Le juge à l’issue des débats a avisé les parties présentes ou représentées, que la décision serait rendue le 27 Avril 2026, conformément aux dispositions de l’article 450 du Code de Procédure Civile.
Et ce jour, le jugement suivant a été rendu par mise à disposition au greffe ;
ENTRE :
DEMANDERESSE
Madame [M] [I]
[Adresse 4]
[Localité 2]
représentée par Me Vincent LE GOC, avocat au barreau de RENNES, avocat plaidant, substitué par Me Agathe DERRIEN, avocat au barreau de RENNES
ET :
DEFENDERESSE
S.A.R.L. DECO & DESIGN
[Adresse 5]
[Localité 3]
non comparante, ni représentée
EXPOSE DU LITIGE
Selon devis n°DC0215, accepté le 19 août 2021, Mme [M] [I] a confié à la société DECO & DESIGN des travaux de réfection de la salle de bains de son logement situé [Adresse 6] à [Localité 4] moyennant un prix de 3.757,60 euros.

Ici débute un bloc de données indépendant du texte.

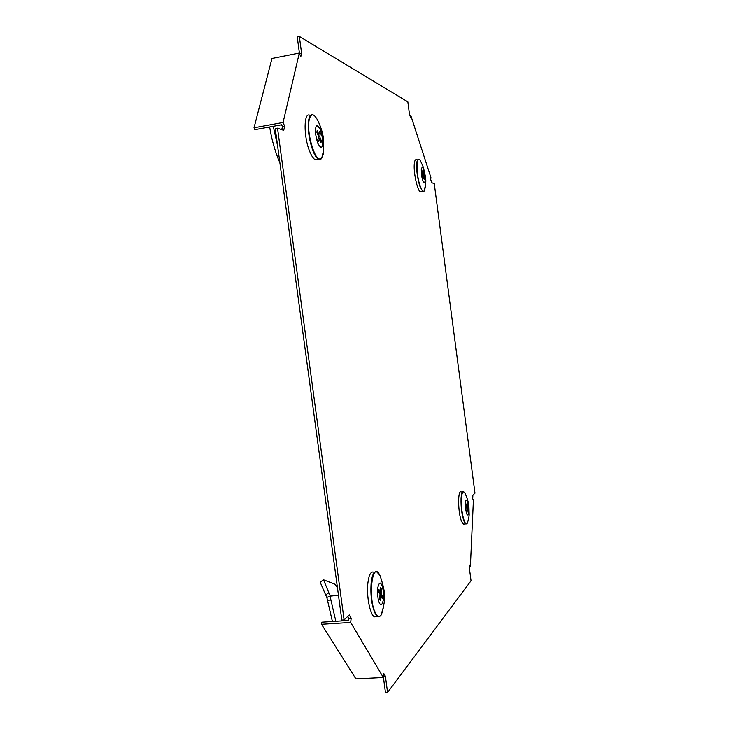 <?xml version="1.0" encoding="UTF-8"?>
<svg xmlns="http://www.w3.org/2000/svg" width="729" height="729" viewBox="0 0 729 729"><rect width="100%" height="100%" fill="white"/><g stroke="black" fill="none" stroke-linecap="round" stroke-linejoin="round"><path stroke-width="1.09" d="M383.381 677.041L385.468 692.55L387.573 692.45L471.043 580.785L469.476 568.875L469.649 565.048L470.369 566.752L473.403 500.404L472.72 498.654L472.884 495.164L474.98 493.132L434.256 183.571L431.759 182.687L430.702 179.452L430.894 177.448L410.864 115.647L410.627 117.642L409.461 114.07L407.857 101.869L299.337 36.45L301.596 53.235L300.767 56.807L299.309 53.053L283.071 122.454L284.674 126.263L283.727 130.354L277.53 128.167L344.106 619.896L349.255 614.911L351.178 618.174L350.676 622.411L383.336 677.478L383.727 673.386L385.395 676.211L387.573 692.45M347.769 616.351L348.936 618.32L348.681 620.434L321.835 622.156L321.544 624.27L355.898 678.863L383.336 677.478M277.53 128.167L275.252 128.577L341.819 620.042L344.106 619.896M299.309 53.053L271.972 58.484L254.02 127.775L254.868 129.662L281.631 124.768L282.433 126.673L281.74 129.653M299.337 36.45L297.232 36.878L299.464 53.454M348.936 618.32L351.178 618.174M299.537 53.645L301.596 53.235M383.445 676.312L385.395 676.211M282.433 126.673L284.674 126.263M254.02 127.775L283.071 122.454M321.544 624.27L350.676 622.411M469.567 566.816L470.369 566.752M410.026 115.802L410.864 115.647M465.33 503.21C465.403 499.985 466.086 499.319 467.389 501.215C468.565 505.571 469.029 509.134 468.802 511.904C468.747 515.139 468.064 515.831 466.751 514C465.567 509.607 465.093 506.017 465.33 503.21M462.715 491.838L461.257 491.947C457.593 489.077 457.848 513.025 461.639 521.517L463.398 524.124L464.309 524.033M467.107 512.086L466.806 507.84L465.959 505.716L466.05 504.067L466.888 506.19L467.043 503.092L467.335 507.311L468.182 509.425L468.1 511.075L467.262 508.96L467.107 512.086M467.335 507.311L466.624 507.384M466.888 506.19L466.186 506.281M467.262 508.96L466.751 508.988M337.463 587.856L335.167 584.321L323.503 579.765L328.852 592.786L325.653 594.91L326.847 597.498L332.406 621.472M325.653 594.91L320.177 582.189L323.503 579.765M328.852 592.786L330.301 596.112L330.857 599.867L327.33 600.414M330.857 599.867L335.841 621.254M338.466 595.265L330.301 596.112M381.504 584.676C382.907 586.763 383.563 591.647 383.472 599.32C382.233 604.952 380.948 606.273 379.609 603.275C378.169 601.188 377.504 596.249 377.613 588.458C378.889 582.881 380.183 581.624 381.504 584.676M374.861 572.065L373.667 572.137C370.897 571.171 368.974 574.744 367.908 582.845C366.259 595.967 370.132 615.449 374.615 616.825L376.547 616.661M378.624 591.766L378.88 589.369L380.301 592.021L380.766 587.519L381.513 588.923L381.057 593.424L382.479 596.058L382.233 598.454L380.811 595.821L380.356 600.368L379.599 598.965L380.064 594.417L378.624 591.766M380.811 595.821L379.918 595.848M381.057 593.424L379.581 593.543M379.937 595.666L382.479 596.058M380.301 592.021L378.852 592.185M422.738 180.118C421.79 177.575 421.307 173.912 421.289 169.137C422.055 166.731 422.875 167.05 423.759 170.094C424.697 172.618 425.171 176.245 425.189 180.974C424.451 183.435 423.64 183.143 422.738 180.118M416.651 159.815C415.503 159.113 414.737 160.289 414.364 163.351C413.252 171.506 417.28 190.524 420.36 191.891L421.654 191.663M424.515 178.076L424.387 179.361L423.44 176.491L423.184 178.942L422.109 170.786L423.066 173.675L423.312 171.242L424.515 178.076M423.066 173.675L422.547 173.784M423.44 176.491L422.765 176.582M423.567 175.206L422.902 175.306M279.626 160.836L279.016 160.909C274.596 149.837 271.47 138.519 269.666 126.955M273.257 126.299L277.585 145.8M322.437 144.88C322.008 148.461 320.45 147.914 317.771 143.239C315.602 135.849 314.928 130.792 315.73 128.058C316.213 124.513 317.771 125.124 320.423 129.89C322.546 137.18 323.22 142.173 322.437 144.88M310.29 115.583C303.647 110.398 303.246 136.596 309.88 151.823C311.575 155.888 313.279 158.485 314.992 159.605L318.254 159.022M319.493 131.338L320.35 133.507L319.712 136.742L321.334 140.815L320.997 142.538L319.366 138.464L318.728 141.727L317.853 139.558L318.5 136.296L316.86 132.186L317.206 130.464L318.846 134.573L319.493 131.338M319.366 138.464L318.035 138.647M319.712 136.742L318.373 136.979M320.35 133.507L318.928 134.154M318.846 134.573L317.899 134.783M464.282 492.203L463.635 491.774C462.259 491.228 461.393 493.515 461.056 498.609C460.846 507.366 461.84 514.92 464.045 521.271L465.785 523.878L467.243 523.258C468.683 518.793 469.312 515.613 469.139 513.717C468.729 507.12 469.877 504.432 465.239 493.661C463.225 490.161 461.94 491.838 461.375 498.691C460.582 510.072 464.801 527.55 467.243 523.258L468.191 520.424M463.398 524.124L466.66 523.814M330.264 596.049L326.82 597.443M379.736 575.108L376.857 571.955C374.105 570.998 372.209 574.561 371.17 582.644C370.268 595.32 371.662 605.708 375.362 613.818L377.841 616.552C378.078 617.19 379.162 616.716 381.067 615.148C386.015 599.438 385.841 593.105 380.173 575.983L379.745 575.126C372.136 559.189 367.616 599.858 375.763 613.572C377.64 616.789 379.408 617.308 381.067 615.148L383.582 606.965M374.615 616.825L379.782 616.379M381.75 613.472L382.124 612.46M423.339 167.178L420.879 161.701C416.323 151.832 415.557 172.983 420.104 185.877C421.736 190.515 423.121 192.228 424.26 191.007L425.198 187.608M418.956 159.405C417.863 158.813 417.134 160.006 416.778 162.977C416.341 170.139 417.353 177.83 419.813 186.041L422.738 191.463L423.886 191.381M313.224 114.909C311.183 113.924 309.716 115.382 308.823 119.283C307.483 128.924 308.914 139.567 313.115 151.213C314.8 155.286 316.495 157.874 318.19 158.986C318.773 159.806 319.949 159.514 321.735 158.111L323.503 150.739C323.867 141.317 324.423 134.619 317.771 120.431C313.907 113.314 311.073 112.977 309.278 119.419C305.825 133.334 316.714 166.558 321.735 158.111L323.211 154.165L323.703 148.725M314.992 159.605L321.216 158.658M321.899 157.646L323.157 152.908M379.745 575.126L380.082 575.792M420.36 191.891L424.26 191.007C426.866 179.389 425.955 179.261 423.431 167.47"/></g></svg>

La facture correspondant aux travaux a été émise le 2 novembre 2021.
Se prévalant de malfaçons dans les suites des travaux, un procès-verbal de constat a été dressé par commissaire de justice, le 3 novembre 2021, à la demande de Mme [M] [I].
A la demande de l’assureur de protection juridique de Mme [I], une expertise amiable contradictoire a été réalisée entre les parties le 26 janvier 2022 et a donné lieu à un rapport remis le 24 février 2022.
Se prévalant de l’apparition de nouveaux désordres, un second procès-verbal de constat a été dressé par commissaire de justice, le 2 mars 2022, à la demande de Mme [M] [I].
Par lettre du 11 avril 2022, l’assureur de protection juridique de Mme [I] a sollicité de la société DECO & DESIGN l’indemnisation des préjudices de son assurée.
Sur assignation de Mme [I], un expert judiciaire a été désigné par ordonnance du 24 février 2023.
L’expert a remis un pré-rapport le 14 septembre 2023.
Par acte de commissaire de justice en date du 3 novembre 2025, Mme [M] [I] a fait assigner la société DECO & DESIGN par devant le tribunal judiciaire de RENNES aux fins d’obtenir l’indemnisation de ses préjudices.
L’affaire a été appelée à l’audience du 2 février 2026.
A cette date, Mme [M] [I] a comparu représentée par son conseil.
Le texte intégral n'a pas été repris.